To recognize a diabetic seizure, look for symptoms such as staring into space, confusion, muscle weakness, loss of consciousness, or uncontrollable body movements.
The signs of seizures might be similar in diabetes and epilepsy; however, the major difference is that a seizure resulting due to hypoglycemia might cause a diabetic patient to fall into a coma if remains untreated immediately.
The symptoms of seizures can be the same in diabetes and epilepsy, but the biggest difference is that a seizure caused by hypoglycemia can cause a diabetic patient to fall into a coma if not treated urgently.
This kind of seizure (also called a grand mal seizure) involves the entire body, loss of consciousness, and violent muscle contractions. Other symptoms of hypoglycemia include sweating, fatigue, headache , anxiety, nausea, dizziness, alterations in vision, hunger, tremor , and confusion.
To recognize a diabetic seizure, look for symptoms such as staring into space, confusion, muscle weakness, loss of consciousness, or uncontrollable body movements.
The average person with type 1 diabetes may experience symptoms of low blood glucose up to two times a week. However, not all are aware that these symptoms can rapidly progress to seizures, coma and even death if hypoglycemia is severe.
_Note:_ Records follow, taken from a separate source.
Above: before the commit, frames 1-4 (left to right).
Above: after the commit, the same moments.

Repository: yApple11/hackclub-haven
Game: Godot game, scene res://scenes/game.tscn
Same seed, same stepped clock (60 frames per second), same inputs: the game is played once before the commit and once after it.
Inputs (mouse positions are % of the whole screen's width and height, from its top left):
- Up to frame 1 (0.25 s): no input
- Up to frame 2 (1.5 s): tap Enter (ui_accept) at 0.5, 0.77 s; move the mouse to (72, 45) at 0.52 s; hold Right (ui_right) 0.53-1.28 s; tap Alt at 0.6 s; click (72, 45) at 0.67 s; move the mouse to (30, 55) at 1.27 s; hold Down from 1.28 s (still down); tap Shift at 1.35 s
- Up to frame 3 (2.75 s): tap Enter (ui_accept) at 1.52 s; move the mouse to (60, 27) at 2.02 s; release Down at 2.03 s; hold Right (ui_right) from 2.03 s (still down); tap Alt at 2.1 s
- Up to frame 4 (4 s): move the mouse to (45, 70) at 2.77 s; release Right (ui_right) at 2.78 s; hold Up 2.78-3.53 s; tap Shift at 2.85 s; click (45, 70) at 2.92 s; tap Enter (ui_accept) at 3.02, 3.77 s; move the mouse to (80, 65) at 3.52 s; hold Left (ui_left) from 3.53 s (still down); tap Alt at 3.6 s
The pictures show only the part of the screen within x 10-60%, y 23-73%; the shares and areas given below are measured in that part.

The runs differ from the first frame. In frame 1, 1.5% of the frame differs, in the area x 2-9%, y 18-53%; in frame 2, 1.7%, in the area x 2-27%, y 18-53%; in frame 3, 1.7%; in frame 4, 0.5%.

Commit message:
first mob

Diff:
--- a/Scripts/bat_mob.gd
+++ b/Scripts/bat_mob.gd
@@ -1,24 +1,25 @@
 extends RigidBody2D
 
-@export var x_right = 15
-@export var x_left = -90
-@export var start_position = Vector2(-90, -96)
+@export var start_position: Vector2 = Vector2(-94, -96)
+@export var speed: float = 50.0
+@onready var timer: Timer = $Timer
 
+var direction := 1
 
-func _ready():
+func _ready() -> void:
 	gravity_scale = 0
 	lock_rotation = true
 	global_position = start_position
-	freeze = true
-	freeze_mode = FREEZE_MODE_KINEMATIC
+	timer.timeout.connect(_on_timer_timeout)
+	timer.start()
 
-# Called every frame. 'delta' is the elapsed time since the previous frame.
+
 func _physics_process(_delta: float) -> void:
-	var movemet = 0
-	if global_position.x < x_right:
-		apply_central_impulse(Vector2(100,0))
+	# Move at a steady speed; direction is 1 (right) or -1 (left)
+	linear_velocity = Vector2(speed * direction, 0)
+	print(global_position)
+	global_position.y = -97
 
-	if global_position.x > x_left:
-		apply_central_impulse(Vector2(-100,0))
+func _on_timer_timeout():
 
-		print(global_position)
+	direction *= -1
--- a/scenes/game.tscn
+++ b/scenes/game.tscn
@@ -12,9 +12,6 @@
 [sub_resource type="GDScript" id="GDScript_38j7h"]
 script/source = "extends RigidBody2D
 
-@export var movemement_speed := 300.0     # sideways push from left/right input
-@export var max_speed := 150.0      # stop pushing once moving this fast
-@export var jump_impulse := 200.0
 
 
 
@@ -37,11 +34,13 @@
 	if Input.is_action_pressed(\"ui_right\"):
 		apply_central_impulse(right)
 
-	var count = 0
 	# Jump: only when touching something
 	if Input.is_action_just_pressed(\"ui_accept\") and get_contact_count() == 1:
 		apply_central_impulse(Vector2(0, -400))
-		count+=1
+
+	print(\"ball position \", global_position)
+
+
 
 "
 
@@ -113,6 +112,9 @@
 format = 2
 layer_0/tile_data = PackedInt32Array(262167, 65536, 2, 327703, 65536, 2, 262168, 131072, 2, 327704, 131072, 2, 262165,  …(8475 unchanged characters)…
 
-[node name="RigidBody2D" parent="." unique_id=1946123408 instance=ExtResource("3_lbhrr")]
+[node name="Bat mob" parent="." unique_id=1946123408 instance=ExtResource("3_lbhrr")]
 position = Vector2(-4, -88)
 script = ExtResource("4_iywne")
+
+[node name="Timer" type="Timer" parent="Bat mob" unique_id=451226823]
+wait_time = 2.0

Give them something sweet to eat or a non-diet drink.
If someone has a diabetic emergency, their blood sugar levels can become too low. This can make them collapse. Giving them something sugary will help raise their blood sugar levels and improve their bodily function.
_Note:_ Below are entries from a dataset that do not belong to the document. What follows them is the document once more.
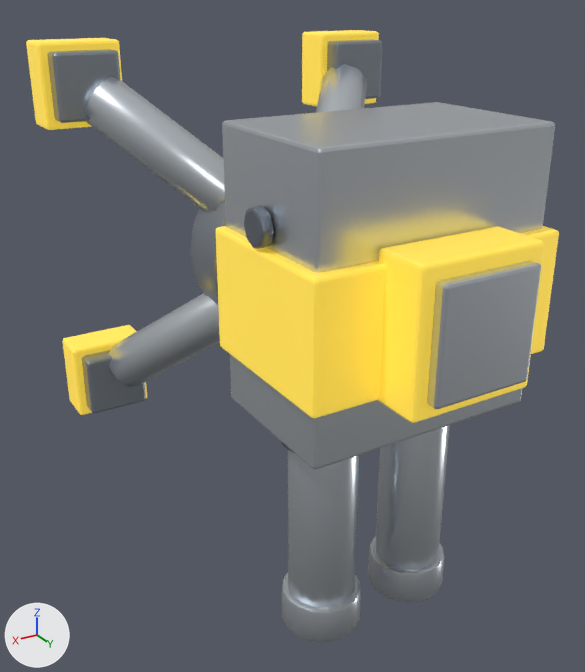
Renders of the FBX model Assets/GeneratedBaseItems/21_Automated_Sentry_Turret.fbx from each side of a commit.
Rendered twice from a 50 mm lens placed at (1.91, 4.01, 1.15), pointed at (0.11, 1.01, -0.35). Arrows for +X, +Y and +Z are at lower left; the lights stay in place. The first picture is the older version.

The first picture shows '21_Automated_Sentry_Turret'.
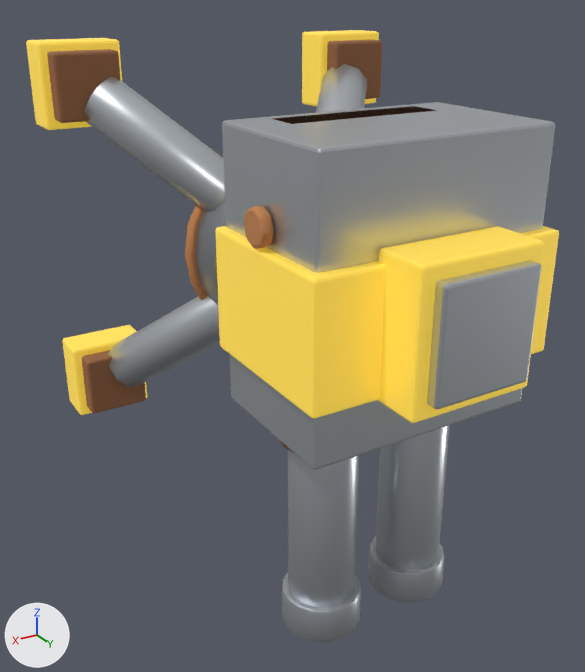
What changed in the scene script:
```text
Add mat_rust___orange_oxide:
    mat_rust___orange_oxide = principled_material('Rust | orange oxide')
    mat_rust___orange_oxide.base_color = (0.64, 0.28, 0.11)  # orange #d1905d
    mat_rust___orange_oxide.metallic = 0.32
    mat_rust___orange_oxide.roughness = 0.76
Add mat_rust___deep_brown:
    mat_rust___deep_brown = principled_material('Rust | deep brown')
    mat_rust___deep_brown.base_color = (0.34, 0.15, 0.07)  # brown #9e6c4b
    mat_rust___deep_brown.metallic = 0.24
    mat_rust___deep_brown.roughness = 0.84
Change me_21_automated_sentry_turret_mesh_001:
    used by ob_21_automated_sentry_turret; location = (0.0, 0.0, 0.0)
    remove me_21_automated_sentry_turret_mesh_001.from_pydata(...)  # 2296 vertices, 2064 faces; spans x -0.93..0.93, y 0.0..2.15, z -1.6..0.93
    add me_21_automated_sentry_turret_mesh_001.from_pydata(...)  # 2832 vertices, 2598 faces; spans x -0.93..0.93, y 0.0..2.15, z -1.6..0.93
    me_21_automated_sentry_turret_mesh_001 part 1: the loose piece of 56 vertices spanning x -0.47..0.47, y 1.22..1.82, z 0.1..0.66 is copied, and the copy is scaled about its middle by (0.763, 0.282, 0.45), then moved by (0.0, -0.2, 0.18), in mat_rust___deep_brown (brown #9e6c4b); it spans x -0.36..0.36, y 1.23..1.41, z 0.43..0.69
    me_21_automated_sentry_turret_mesh_001 part 2: 16 vertices moved within x -0.41..0.41, y 0.61..0.87, z -0.41..0.41; 8 vertices removed from x -0.4..0.4, y 0.87, z -0.4..0.4; 488 vertices added at x -0.47..0.47, y 0.61..0.87, z -0.47..0.47
    me_21_automated_sentry_turret_mesh_001 part 3: 8 vertices moved within x 0.54..0.58, y 1.45..1.59, z 0.29..0.43; 8 vertices removed from x 0.54..0.58, y 1.46..1.58, z 0.3..0.42; 8 vertices added at x 0.54..0.58, y 1.45..1.59, z 0.29..0.43
    me_21_automated_sentry_turret_mesh_001 part 4: 216 faces spanning x -0.89..0.89, y 0.15..0.29, z -0.89..0.89 switch from mat_titanium___graphite_armor (grey #9ea6af) to mat_rust___deep_brown (brown #9e6c4b)
    me_21_automated_sentry_turret_mesh_001 part 5: 128 faces spanning x -0.58..0.58, y 1.44..1.6, z 0.28..0.44 switch from mat_iron___dark_forged_steel (grey #7c848e) to mat_rust___orange_oxide (orange #d1905d)
    other edits to the shape of me_21_automated_sentry_turret_mesh_001 do not show in these pictures
```

Boxes (x1, y1, x2, y2) around the edits, measured in the pictures (585 x 672 px; the box of a moved part takes in the faces that stretch with it):
part 1 of me_21_automated_sentry_turret_mesh_001, added
    after: (274, 106, 437, 124)
part 2 of me_21_automated_sentry_turret_mesh_001, built on (mostly hidden before)
    before: (190, 211, 226, 295)
    after: (185, 205, 225, 300)
part 3 of me_21_automated_sentry_turret_mesh_001, moved or reshaped
    both: (244, 206, 274, 249)
part 4 of me_21_automated_sentry_turret_mesh_001, recoloured
    both: (47, 40, 382, 413)
part 5 of me_21_automated_sentry_turret_mesh_001, recoloured
    both: (246, 206, 273, 249)

In some cases, high blood sugar levels can lead to nonketotic hyperglycemia-related seizures. These types of seizures are also referred to as focal seizures, which affect a certain area of the brain and can affect people with type 1 or type 2 diabetes mellitus.
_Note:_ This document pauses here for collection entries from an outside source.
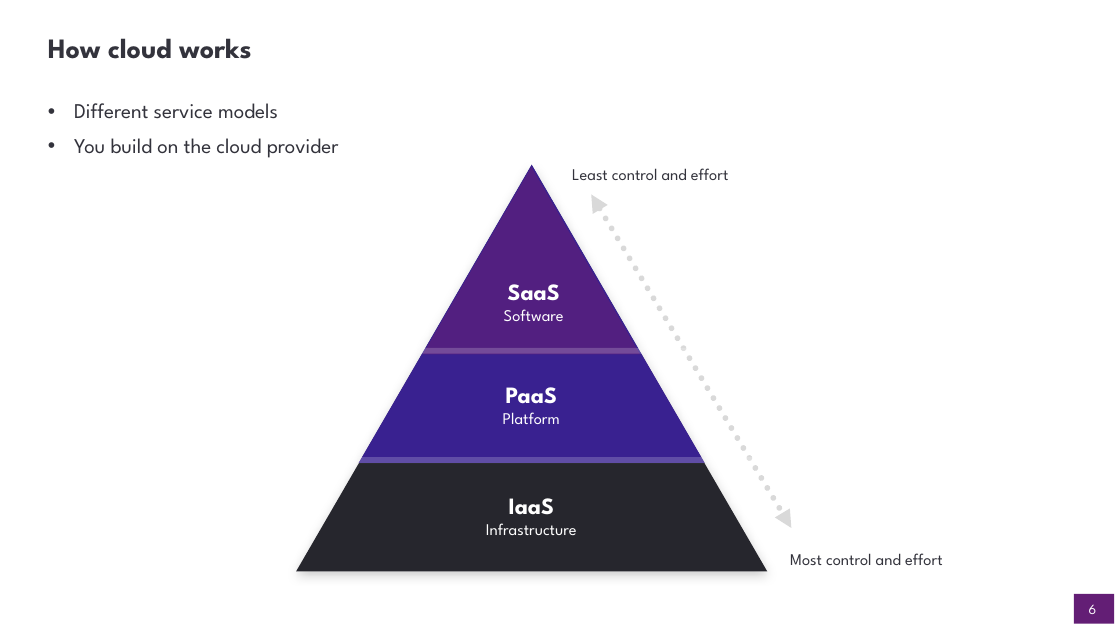
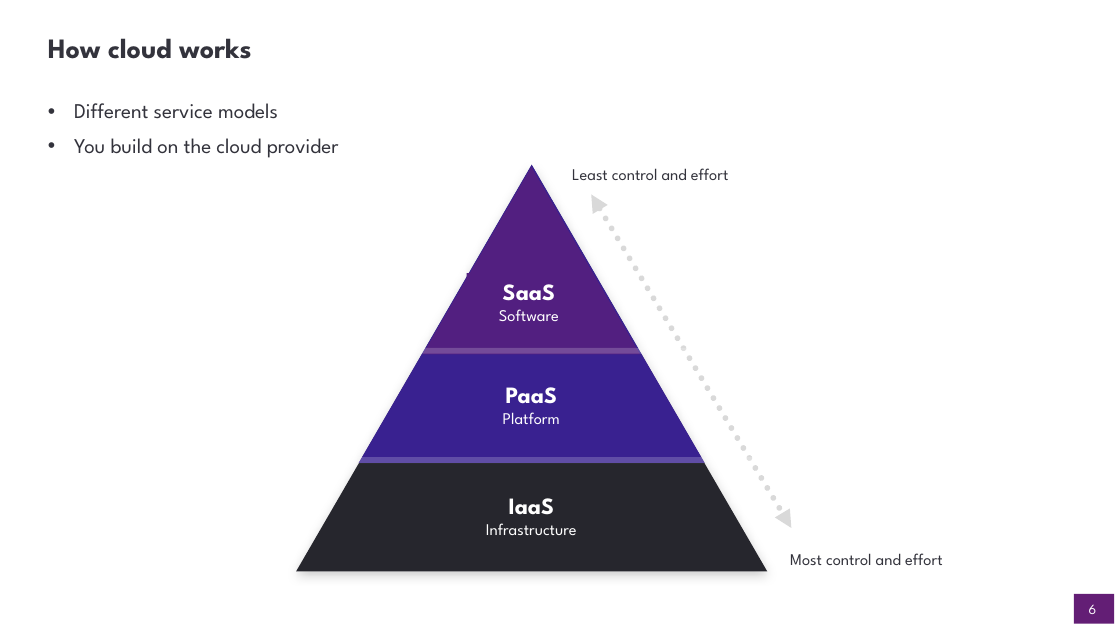
Before and after one commit to dto-btn/reading-material, a slide deck: slide 6 of presentations/digital-hour-cloud-automation.pptx. Drawn at 1120x630 pixels with LibreOffice and Linux fonts; fonts in the diff are those of the drawing; background and template pictures are left out. Boxes give left, top, right and bottom in pixels: in the first picture for what was removed or moved away, otherwise in the second. Text is boxed around its words. In the diff, an @@ line names an element or a change of style, - is before the commit and + after.

```diff
--- a/presentations/digital-hour-cloud-automation.pptx
+++ b/presentations/digital-hour-cloud-automation.pptx
@@ text "SaaS": place and size @@
-text "SaaS" at <box>504,284,564,321</box>
+text "SaaS" at <box>499,284,559,321</box>
```
Also in this commit, not shown: 5 other slides changed.

Hypoglycemia can quickly result in seizures, coma, and even death if not treated immediately. The lower your blood sugar and the longer it takes before you receive treatment, the more likely you are to suffer moderate or severe brain injury from this type of episode.
People often experience headaches, dizziness, sweating, shaking, and a feeling of anxiety. However, when a person experiences diabetic shock or severe hypoglycemia, they may lose consciousness, have trouble speaking, and experience double vision.
What's sometimes called "diabetic rage" can be dangerous, because it may involve behaviors you're not consciously aware of. When your blood sugar fluctuates, spikes, or drops, it can produce feelings of anger, anxiety, or depression. You may feel like your emotions are out of your control.
Symptoms usually occur when blood sugar levels fall below four millimoles (mmol) per litre. Typical early warning signs are feeling hungry, trembling or shakiness, and sweating. In more severe cases, you may also feel confused and have difficulty concentrating.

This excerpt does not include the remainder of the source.